Я высвободилась из объятий Эрмосито, позвала Менсию, велела ей позаботиться об этом юноше, который вдруг лишился чувств, и перешла в другую комнату. Случай этот вселил в меня большую тревогу, хотя слуги уверяли меня, что герцог ещё не возвратился из Бискайи.
Наутро я послала узнать о здоровье Эрмосито. Мне ответили, что его уже нет в доме.
Спустя три дня, когда я собиралась ложиться спать, Менсия принесла мне письмо от герцога, содержащее только следующие слова:
Менсия завязала мне глаза платком; я почувствовала, что меня схватили за руки и провели в это вот подземелье. Я услышала бряцание цепей. Повязку сняли, и глазам моим представился Эрмосито, прикованный за шею к столбу, на который ты опираешься. Глаза его утратили блеск, и лицо его было смертельно бледным.
— Это ты, госпожа, — промолвил он еле слышным голосом, — я не могу говорить, мне не дают воды, и язык мой присыхает к нёбу. Муки мои продлятся недолго; если я попаду на небеса, буду молиться за тебя.
В этот самый миг раздался выстрел из этого вот отверстия в стене и пуля размозжила Эрмосито руку.
— Великий боже, — возопил он, — прости моим палачам.
Другой выстрел прогремел с того же самого места, но я не видела, что было дальше, ибо потеряла сознание.
Придя в чувство, я увидела, что нахожусь среди своих женщин, которые как будто ни о чем не знают; они сказали мне только, что Менсия покинула дом. На следующий день с утра пришел конюший герцога и сообщил мне, что господин его в эту ночь выехал во Францию с секретным поручением и что вернется он только через несколько месяцев.

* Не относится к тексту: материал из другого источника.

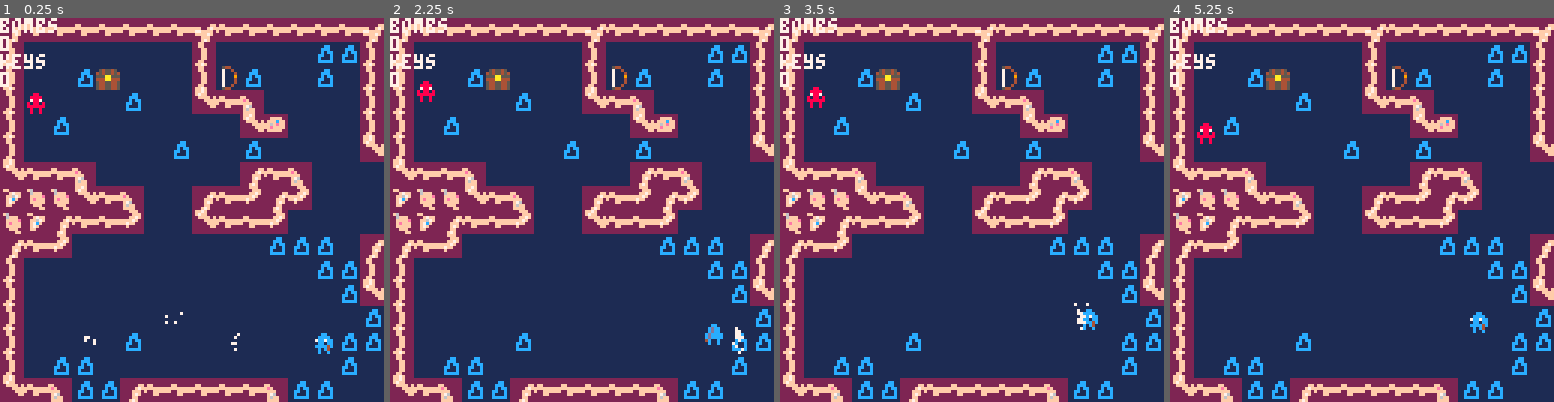
Above: before the commit, frames 1-4 (left to right).
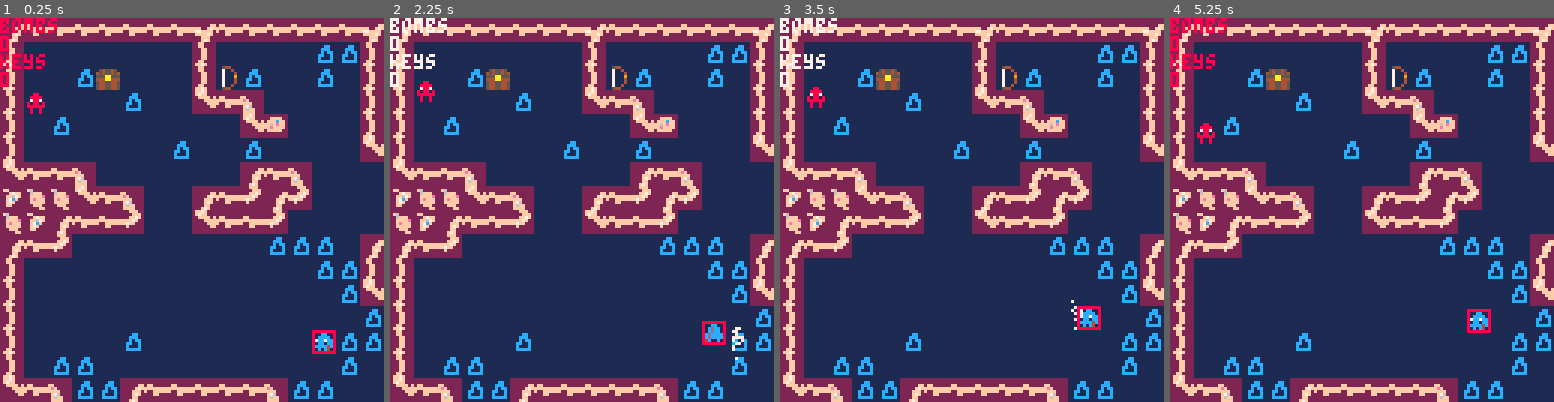
Above: after the commit, the same moments.

Repository: s-france/pico8GameS
Game: PICO-8 cartridge squid.p8
Same seed, same stepped clock (60 frames per second), same inputs: the game is played once before the commit and once after it.
Inputs:
- Up to frame 1 (0.25 s): no input
- Up to frame 2 (2.25 s): tap X (X key) at 0.33, 1.07, 1.85 s; tap O (Z key) at 0.7, 1.7, 2.1 s; hold Right 1.6-2.1 s; hold Up from 2.15 s (still down)
- Up to frame 3 (3.5 s): release Up at 2.42 s; hold Right 2.47-3.03 s; tap O (Z key) at 2.5, 2.9, 3.3 s; tap X (X key) at 2.97 s; hold Left from 3.08 s (still down)
- Up to frame 4 (5.25 s): release Left at 3.58 s; hold Down 3.63-3.97 s; tap O (Z key) every 0.4 s from 3.7 to 4.9 s; hold Right 4.02-4.68 s; tap X (X key) at 4.08, 5.2 s; hold Up 4.73-5.03 s; hold Left from 5.08 s (still down)

The runs differ from the first frame. In frame 1, 1.0% of the frame differs, in the area x 0-88%, y 0-88%; in frame 2, 0.3%; in frame 3, 0.3%; in frame 4, 0.9%.

Commit message:
hitbox visualization

Diff:
--- a/squid.p8
+++ b/squid.p8
@@ -16,6 +16,7 @@
 // initialize all objects and
 // objectpools
 function _init()
+	hitboxes = {}
 	make_player()
 	bombpool = {}
 	explosions = {}
@@ -25,14 +26,8 @@
 	npc1 = make_npc(1,0,70,35,1,1)
 	npc2 = make_npc(0,0,8,16,0,1)
 	//music(0)
+
 	--testing
-	add_partsys(100,100,1,1, 2,5, 0,0, 2,2, 0.0625)
-	--horizontal slash
-	add_partsys(50,100,0,1, 4, 4, 2,0, 1,.5, 0.25)
-	--vertical slash
-	add_partsys(30,100,1,0, 4, 4, 0,2, .5,1, 0.25)
-	--diagonal slash
-	add_partsys(70,100,.5,.5, 4, 4, 2,2, .5,.5, 0.25)
 
 end
 
@@ -46,6 +41,7 @@
 	update_npc(npc2)
 	foreach(particlesystems, update_partsys)
 	foreach(particles, update_particle)
+	foreach(hitboxes, update_hitbox)
 end
 
 
@@ -75,6 +71,8 @@
 	print(player.bombs)
 	print("keys")
 	print(player.keys)
+
+	foreach(hitboxes, draw_hitbox)
 
 
 end
@@ -110,6 +108,9 @@
  player.raft = 0
  player.bow = 0
  player.arrows = 0
+
+	--player hurtbox, tag = 0
+ add_hitbox(0, 4,4, 7,7, -1, player)
 
 end
 
@@ -581,6 +582,9 @@
 	 bomb.sprite = 0
 	 add_partsys(bomb.x+4,bomb.y+4,1,1, 2,5, 0,0, 2,2, 0.0625)
 	 del(bombpool,bomb)
+
+	 add_hitbox(1, bomb.x+4,bomb.y+4, 24,24, 3)
+
  	local explosion = {}
  		explosion.x = bomb.x
  		explosion.y = bomb.y
@@ -916,8 +920,8 @@
 
 // collisions
 //
-// reads collions around an object
-// for all 8 surrounding cells,
+// reads map collions around an object
+// for all 8 surrounding map cells,
 // returns cell information
 
 function collisions(obj)
@@ -988,6 +992,60 @@
 	return cols
 end
 
+
+function add_hitbox(tag, x,y, xlen,ylen, duration, parent)
+	hitbox = {}
+
+	hitbox.tag = tag
+	hitbox.x = x
+	hitbox.y = y
+	hitbox.xlen = xlen
+	hitbox.ylen = ylen
+	--lifetime of hb
+	---set duration = -1
+	---for parent-based lifetime
+	hitbox.duration = duration
+
+	if parent != nil then
+	hitbox.parent = parent
+	end
+
+	add(hitboxes, hitbox)
+end
+
+function update_hitbox(hb)
+	--track lifetime
+	--lifetime based on duration
+	if hb.duration != -1 then
+		hb.duration -= 1
+		if hb.duration == 0 then
+			del(hitboxes, hb)
+		end
+	--lifetime based on parent
+	elseif hb.parent == nil then
+		del(hitboxes, hb)
+	end
+
+	--add oncollision function here!!!
+
+
+end
+
+--for debug purposes only
+function draw_hitbox(hb)
+	if hb.parent != nil then
+		rect(hb.x+hb.parent.x-(.5*hb.xlen),
+							hb.y+hb.parent.y-(.5*hb.ylen),
+							hb.x+hb.parent.x+(.5*hb.xlen),
+							hb.y+hb.parent.y+(.5*hb.ylen), 8)
+	else
+
+		rect(hb.x-(.5*hb.xlen),
+							hb.y-(.5*hb.ylen),
+							hb.x+(.5*hb.xlen),
+							hb.y+(.5*hb.ylen), 8)
+	end
+end
 -->8
 --arrows and bow
 // this tab contains code for

Предоставленная самой себе, я призвала на помощь всю свою отвагу, поверила своё дело вышнему судие и занялась воспитанием своей дочери.
Спустя три месяца явилась Гирона. Из Америки она прибыла в Мадрид, там искала сына в монастыре, где он должен был отбыть послушничество. Не найдя его там, она поехала в Бильбао и по следам Эрмосито добралась до Бургоса. Страшась взрывов отчаяния, я рассказала ей только часть правды; растроганная и опечаленная, она сумела вырвать у меня всю тайну. Ты знаешь твердый и вспыльчивый характер этой женщины. Ярость, отчаяние, страшнейшие чувства, какие только могут овладеть человеком, поочередно терзали её душу. А я сама была слишком несчастна, чтобы её утешать.
Однажды Гирона, переставляя мебель в своей комнате, обнаружила дверцы, скрытые в стене под обивкой, и проникла в подземелье, где узнала столб, о котором я упоминала. На нём ещё можно было различить следы крови. Она вбежала ко мне в приступе жесточайшего безумия. С тех пор она часто запиралась в своей комнате, но я думаю, что она, должно быть, спускалась оттуда в злосчастное подземелье и лелеяла там планы мести.
Месяц спустя мне сообщили о приезде герцога. Он вошел, спокойный и сдержанный, приласкал ребенка, после чего велел мне сесть и сам сел рядом со мной.